**YOUR ASSIGNMENT**.
Your answer should consist of the lines in the following data that contain "text".

[Data entries]
....

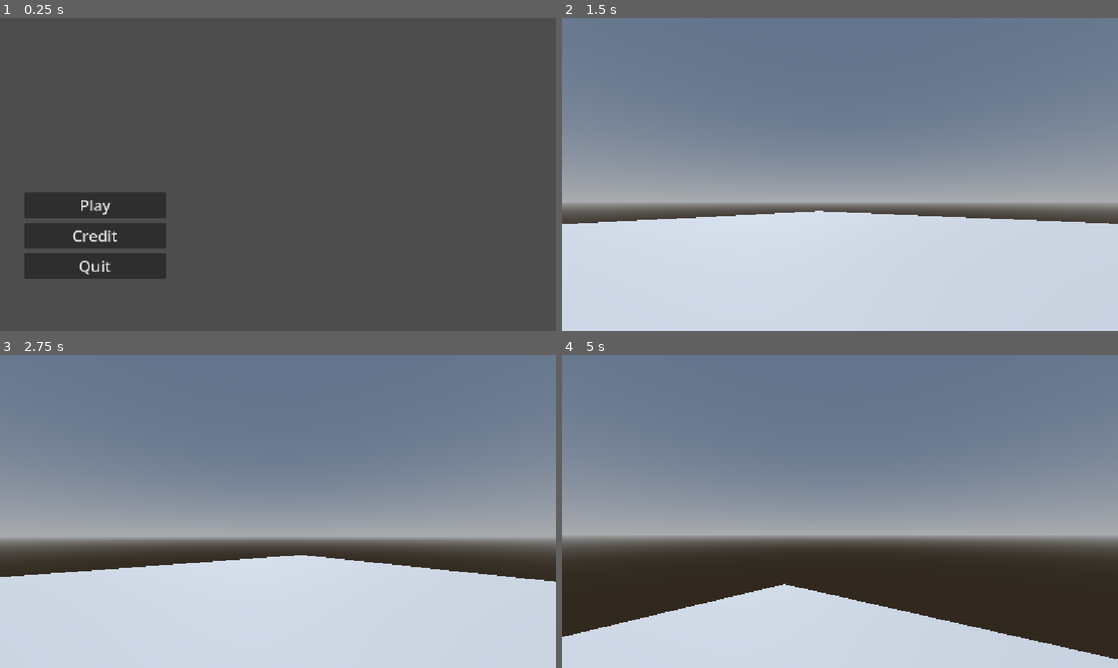
Above: before the commit, frames 1-4 (two rows, left to right).
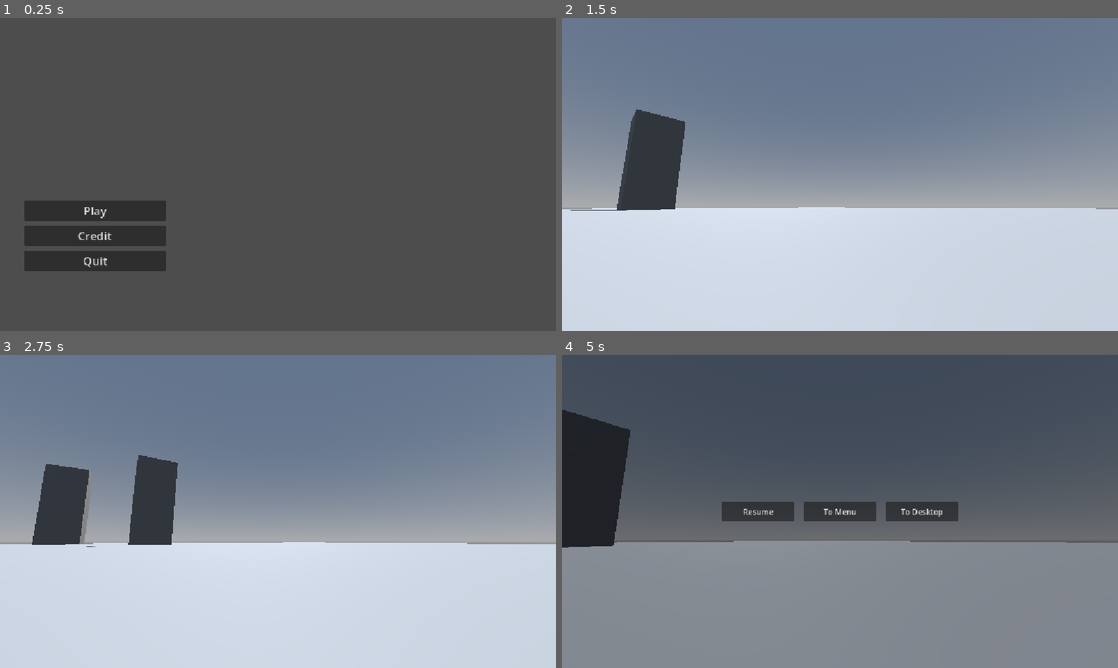
Above: after the commit, the same moments.

Repository: DwarfZtX/Low-Effort-Game-Jam
Game: Godot game, scene res://Menus/menu_princ/menu_princ.tscn
Same seed, same stepped clock (60 frames per second), same inputs: the game is played once before the commit and once after it.
Inputs (mouse positions are in pixels of both pictures, inside the frame that each line leads up to):
- Up to frame 1 (0.25 s): no input
- Up to frame 2 (1.5 s): click "Play" at 0.5 s; tap Enter at 1.25 s; move the mouse to (867, 174) at 1.27 s; hold W (haut) from 1.28 s (still down); hold Shift (sprint) from 1.28 s (still down)
- Up to frame 3 (2.75 s): keep holding W (haut); tap Space (saut) at 1.52, 2.27 s; move the mouse to (250, 511) at 2.02 s; release Shift (sprint) at 2.03 s; tap Shift (sprint) at 2.1 s
- Up to frame 4 (5 s): keep holding W (haut); move the mouse to (851, 505) at 2.77 s; hold Shift (sprint) 2.78-3.53 s; move the mouse to (834, 517) at 3.52 s; tap Shift (sprint) at 3.6 s; tap Space (saut) at 3.77, 4.52 s; move the mouse to (878, 514) at 4.27 s; hold Shift (sprint) from 4.28 s (still down); tap Escape (echap, bound only after the commit) at 4.9 s

The runs differ from the first frame. In frame 1, 2.4% of the frame differs, in the area x 4-30%, y 56-84%; in frame 2, 7.4%; in frame 3, 13%; in frame 4, 99%, in the area x 0-100%, y 0-100%.

Commit message:
Bordel
Signed-off-by: Hugo <Hugo.Joubat.Etu@univ-lemans.fr>

Diff:
--- a/Godot/low-effort-game-jam/Game.gd
+++ b/Godot/low-effort-game-jam/Game.gd
@@ -1,11 +1,11 @@
 extends Node
 
-
-# Called when the node enters the scene tree for the first time.
-func _ready() -> void:
-	pass # Replace with function body.
+@export var CrouskiDollars : int = 50
 
 
-# Called every frame. 'delta' is the elapsed time since the previous frame.
-func _process(delta: float) -> void:
-	pass
+
+
+
+
+func reset_game_var():
+	CrouskiDollars = 50
--- a/Godot/low-effort-game-jam/Global.gd
+++ b/Godot/low-effort-game-jam/Global.gd
@@ -2,3 +2,10 @@
 
 
 @export var scene_to_load : String
+
+
+@export var sensibility = 20
+
+@export var sfx_sound_level = 100
+@export var music_sound_level = 100
+@export var voice_sound_level = 100
--- /dev/null
+++ b/Godot/low-effort-game-jam/Menus/menu_pause/menu_pause.gd
@@ -0,0 +1,28 @@
+extends Control
+
+
+# Called every frame. 'delta' is the elapsed time since the previous frame.
+func _process(delta: float) -> void:
+	if Input.is_action_just_pressed("echap"):
+		if visible:
+			_on_b_resume_pressed()
+		else:
+			visible = true
+			get_tree().paused = true
+			Input.mouse_mode = Input.MOUSE_MODE_CONFINED
+
+
+func _on_b_resume_pressed() -> void:
+	get_tree().paused = false
+	Input.mouse_mode = Input.MOUSE_MODE_CAPTURED
+	visible = false
+
+
+func _on_b_menu_pressed() -> void:
+	get_tree().paused = false
+	Global.scene_to_load = "res://Menus/menu_princ/menu_princ.tscn"
+	get_tree().change_scene_to_file("res://Menus/menu_chargement/menu_chargement.tscn")
+
+
+func _on_b_desktop_pressed() -> void:
+	get_tree().quit()
--- a/Godot/low-effort-game-jam/Menus/menu_pause/menu_pause.tscn
+++ b/Godot/low-effort-game-jam/Menus/menu_pause/menu_pause.tscn
@@ -1,9 +1,64 @@
 [gd_scene format=3 uid="uid://3dno4ib2sbb4"]
 
+[ext_resource type="Script" uid="uid://trmjwk5n12h1" path="res://Menus/menu_pause/menu_pause.gd" id="1_sbr65"]
+
 [node name="menu_pause" type="Control" unique_id=502197408]
+process_mode = 3
 layout_mode = 3
 anchors_preset = 15
 anchor_right = 1.0
 anchor_bottom = 1.0
 grow_horizontal = 2
 grow_vertical = 2
+mouse_filter = 2
+script = ExtResource("1_sbr65")
+
+[node name="ColorRect" type="ColorRect" parent="." unique_id=122692521]
+layout_mode = 1
+anchors_preset = 15
+anchor_right = 1.0
+anchor_bottom = 1.0
+grow_horizontal = 2
+grow_vertical = 2
+color = Color(0, 0, 0, 0.36862746)
+
+[node name="PanelContainer" type="PanelContainer" parent="." unique_id=1166266021]
+self_modulate = Color(1, 1, 1, 0)
+layout_mode = 1
+anchors_preset = 8
+anchor_left = 0.5
+anchor_top = 0.5
+anchor_right = 0.5
+anchor_bottom = 0.5
+offset_left = -20.0
+offset_top = -20.0
+offset_right = 20.0
+offset_bottom = 20.0
+grow_horizontal = 2
+grow_vertical = 2
+
+[node name="MarginContainer" type="MarginContainer" parent="PanelContainer" unique_id=1785596846]
+layout_mode = 2
+
+[node name="VBoxContainer" type="HBoxContainer" parent="PanelContainer/MarginContainer" unique_id=1272752638]
+layout_mode = 2
+theme_override_constants/separation = 20
+
+[node name="B_resume" type="Button" parent="PanelContainer/MarginContainer/VBoxContainer" unique_id=1494193738]
+custom_minimum_size = Vector2(150, 0)
+layout_mode = 2
+text = "Resume"
+
+[node name="B_menu" type="Button" parent="PanelContainer/MarginContainer/VBoxContainer" unique_id=1167737220]
+custom_minimum_size = Vector2(150, 0)
+layout_mode = 2
+text = "To Menu"
+
+[node name="B_desktop" type="Button" parent="PanelContainer/MarginContainer/VBoxContainer" unique_id=1056895371]
+custom_minimum_size = Vector2(150, 0)
+layout_mode = 2
+text = "To Desktop"
+
+[connection signal="pressed" from="PanelContainer/MarginContainer/VBoxContainer/B_resume" to="." method="_on_b_resume_pressed"]
+[connection signal="pressed" from="PanelContainer/MarginContainer/VBoxContainer/B_menu" to="." method="_on_b_menu_pressed"]
+[connection signal="pressed" from="PanelContainer/MarginContainer/VBoxContainer/B_desktop" to="." method="_on_b_desktop_pressed"]
--- a/Godot/low-effort-game-jam/Menus/menu_princ/menu_princ.gd
+++ b/Godot/low-effort-game-jam/Menus/menu_princ/menu_princ.gd
@@ -10,6 +10,7 @@
 
 
 func _on_b_play_pressed() -> void:
+	Game.reset_game_var()
 	Global.scene_to_load = "res://World/world.tscn"
 	get_tree().change_scene_to_file("res://Menus/menu_chargement/menu_chargement.tscn")
 
--- a/Godot/low-effort-game-jam/Menus/menu_princ/menu_princ.tscn
+++ b/Godot/low-effort-game-jam/Menus/menu_princ/menu_princ.tscn
@@ -40,17 +40,17 @@
 
 [node name="B_Play" type="Button" parent="BPrinc/PanelContainer/MarginContainer/VBoxContainer" unique_id=659637381]
 layout_mode = 2
-theme_override_font_sizes/font_size = 32
+theme_override_font_sizes/font_size = 24
 text = "Play"
 
 [node name="B_Credit" type="Button" parent="BPrinc/PanelContainer/MarginContainer/VBoxContainer" unique_id=970504520]
 layout_mode = 2
-theme_override_font_sizes/font_size = 32
+theme_override_font_sizes/font_size = 24
 text = "Credit"
 
 [node name="B_Quit" type="Button" parent="BPrinc/PanelContainer/MarginContainer/VBoxContainer" unique_id=1054298462]
 layout_mode = 2
-theme_override_font_sizes/font_size = 32
+theme_override_font_sizes/font_size = 24
 text = "Quit"
 
 [connection signal="pressed" from="BPrinc/PanelContainer/MarginContainer/VBoxContainer/B_Play" to="." method="_on_b_play_pressed"]
--- /dev/null
+++ b/Godot/low-effort-game-jam/Misc/colis/colis.tscn
@@ -0,0 +1,5 @@
+[gd_scene format=3 uid="uid://cm3yp16hp74vx"]
+
+[node name="colis" type="RigidBody3D" unique_id=1283739231]
+
+[node name="CollisionShape3D" type="CollisionShape3D" parent="." unique_id=6917194]
--- /dev/null
+++ b/Godot/low-effort-game-jam/Misc/zoneLivraisons/zone_livraison.tscn
@@ -0,0 +1,26 @@
+[gd_scene format=3 uid="uid://cmwuus46u2ts4"]
+
+[sub_resource type="BoxShape3D" id="BoxShape3D_btcbx"]
+size = Vector3(4, 4, 4)
+
+[sub_resource type="StandardMaterial3D" id="StandardMaterial3D_5sik0"]
+transparency = 1
+albedo_color = Color(1, 0, 0, 0.23529412)
+
+[sub_resource type="BoxMesh" id="BoxMesh_g4ymw"]
+material = SubResource("StandardMaterial3D_5sik0")
+size = Vector3(4, 4, 4)
+
+[node name="ZoneLivraison" type="Node3D" unique_id=1679531146]
+
+[node name="Area3D" type="Area3D" parent="." unique_id=500676036]
+collision_layer = 2
+collision_mask = 2
+
+[node name="CollisionShape3D" type="CollisionShape3D" parent="Area3D" unique_id=1602119297]
+transform = Transform3D(1, 0, 0, 0, 1, 0, 0, 0, 1, 0, 2, 0)
+shape = SubResource("BoxShape3D_btcbx")
+
+[node name="MeshInstance3D" type="MeshInstance3D" parent="." unique_id=1545601363]
+transform = Transform3D(1, 0, 0, 0, 1, 0, 0, 0, 1, 0, 2, 0)
+mesh = SubResource("BoxMesh_g4ymw")
--- a/Godot/low-effort-game-jam/Player/player.tscn
+++ b/Godot/low-effort-game-jam/Player/player.tscn
@@ -8,6 +8,8 @@
 [sub_resource type="CapsuleMesh" id="CapsuleMesh_hvfyp"]
 
 [node name="Player" type="CharacterBody3D" unique_id=225424705]
+collision_layer = 2
+collision_mask = 3
 script = ExtResource("1_l8h54")
 
 [node name="head" type="Node3D" parent="." unique_id=883889354]
--- /dev/null
+++ b/Godot/low-effort-game-jam/World/Batiments/Blocking/batiment_blocking.tscn
@@ -0,0 +1,21 @@
+[gd_scene format=3 uid="uid://do0kmkevexs84"]
+
+[sub_resource type="BoxMesh" id="BoxMesh_x83us"]
+size = Vector3(20, 50, 20)
+
+[sub_resource type="ConcavePolygonShape3D" id="ConcavePolygonShape3D_c1mw4"]
+data = PackedVector3Array(-10, 25, 10, 10, 25, 10, -10, -25, 10, 10, 25, 10, 10, -25, 10, -10, -25, 10, 10, 25, -10, -10, 25, -10, 10, -25, -10, -10, 25, -10, -10, -25, -10, 10, -25, -10, 10, 25, 10, 10, 25, -10, 10, -25, 10, 10, 25, -10, 10, -25, -10, 10, -25, 10, -10, 25, -10, -10, 25, 10, -10, -25, -10, -10, 25, 10, -10, -25, 10, -10, -25, -10, 10, 25, 10, -10, 25, 10, 10, 25, -10, -10, 25, 10, -10, 25, -10, 10, 25, -10, -10, -25, 10, 10, -25, 10, -10, -25, -10, 10, -25, 10, 10, -25, -10, -10, -25, -10)
+
+[node name="batimentBlocking" type="Node3D" unique_id=1843426548]
+
+[node name="Meshs" type="Node3D" parent="." unique_id=578560903]
+
+[node name="MeshInstance3D" type="MeshInstance3D" parent="Meshs" unique_id=1119328747]
+transform = Transform3D(1, 0, 0, 0, 1, 0, 0, 0, 1, 0, 25, 0)
+mesh = SubResource("BoxMesh_x83us")
+
+[node name="StaticBody3D" type="StaticBody3D" parent="." unique_id=1533504269]
+
+[node name="CollisionShape3D" type="CollisionShape3D" parent="StaticBody3D" unique_id=1603991837]
+transform = Transform3D(1, 0, 0, 0, 1, 0, 0, 0, 1, 0, 25, 0)
+shape = SubResource("ConcavePolygonShape3D_c1mw4")
--- a/Godot/low-effort-game-jam/World/world.tscn
+++ b/Godot/low-effort-game-jam/World/world.tscn
@@ -1,7 +1,9 @@
 [gd_scene format=3 uid="uid://dhjnet7q1en3m"]
 
 [ext_resource type="PackedScene" uid="uid://d1ue50yc44lyw" path="res://Player/player.tscn" id="1_8a836"]
+[ext_resource type="PackedScene" uid="uid://do0kmkevexs84" path="res://World/Batiments/Blocking/batiment_blocking.tscn" id="2_3f78f"]
 [ext_resource type="PackedScene" uid="uid://dc41x4xxid023" path="res://Player/iu.tscn" id="2_j8job"]
+[ext_resource type="PackedScene" uid="uid://3dno4ib2sbb4" path="res://Menus/menu_pause/menu_pause.tscn" id="3_j8job"]
 
 [sub_resource type="ProceduralSkyMaterial" id="ProceduralSkyMaterial_u1ndb"]
 sky_horizon_color = Color(0.66224277, 0.6717428, 0.6867428, 1)
@@ -27,10 +29,27 @@
 [node name="Player" parent="." unique_id=225424705 instance=ExtResource("1_8a836")]
 transform = Transform3D(1, 0, 0, 0, 1, 0, 0, 0, 1, 0, 2.5665429, 0)
 
+[node name="Environment" type="Node3D" parent="." unique_id=1842560706]
+
+[node name="ground" type="CSGBox3D" parent="Environment" unique_id=2031439698]
+use_collision = true
+size = Vector3(500, 1, 500)
+
+[node name="batiments" type="Node3D" parent="Environment" unique_id=1234651917]
+
+[node name="batimentBlocking" parent="Environment/batiments" unique_id=1843426548 instance=ExtResource("2_3f78f")]
+transform = Transform3D(1, 0, 0, 0, 1, 0, 0, 0, 1, -24, 0, -200)
+
+[node name="batimentBlocking2" parent="Environment/batiments" unique_id=137248992 instance=ExtResource("2_3f78f")]
+transform = Transform3D(1, 0, 0, 0, 1, 0, 0, 0, 1, 21, 0, -150)
+
+[node name="batimentBlocking3" parent="Environment/batiments" unique_id=1439903973 instance=ExtResource("2_3f78f")]
+transform = Transform3D(1, 0, 0, 0, 1, 0, 0, 0, 1, -86, 0, -150)
+
+[node name="batimentBlocking4" parent="Environment/batiments" unique_id=1417485202 instance=ExtResource("2_3f78f")]
+transform = Transform3D(1, 0, 0, 0, 1, 0, 0, 0, 1, -33, 0, -77)
+
 [node name="IU" parent="." unique_id=1924080377 instance=ExtResource("2_j8job")]
 
-[node name="Environment" type="Node3D" parent="." unique_id=1842560706]
-
-[node name="CSGBox3D" type="CSGBox3D" parent="Environment" unique_id=2031439698]
-use_collision = true
-size = Vector3(50, 1, 50)
+[node name="menu_pause" parent="." unique_id=502197408 instance=ExtResource("3_j8job")]
+visible = false
--- a/Godot/low-effort-game-jam/project.godot
+++ b/Godot/low-effort-game-jam/project.godot
@@ -82,6 +82,20 @@
 "events": [Object(InputEventKey,"resource_local_to_scene":false,"resource_name":"","device":-1,"window_id":0,"alt_press …(192 unchanged characters)…
 ]
 }
+echap={
+"deadzone": 0.2,
+"events": [Object(InputEventKey,"resource_local_to_scene":false,"resource_name":"","device":-1,"window_id":0,"alt_pressed":false,"shift_pressed":false,"ctrl_pressed":false,"meta_pressed":false,"pressed":false,"keycode":0,"physical_keycode":4194305,"key_label":0,"unicode":0,"location":0,"echo":false,"script":null)
+]
+}
+
+[layer_names]
+
+3d_physics/layer_1="Base"
+3d_physics/layer_2="Player"
+3d_physics/layer_3="Gang"
+3d_physics/layer_4="Police"
+3d_physics/layer_9="can_take_damage"
+3d_physics/layer_10="interactible"
 
 [physics]
 
Not shown, added: Godot/low-effort-game-jam/Menus/menu_pause/menu_pause.gd.uid

....

**EXPECTED OUTPUT**.
+text = "Resume"
+text = "To Menu"
+text = "To Desktop"
 text = "Play"
 text = "Credit"
 text = "Quit"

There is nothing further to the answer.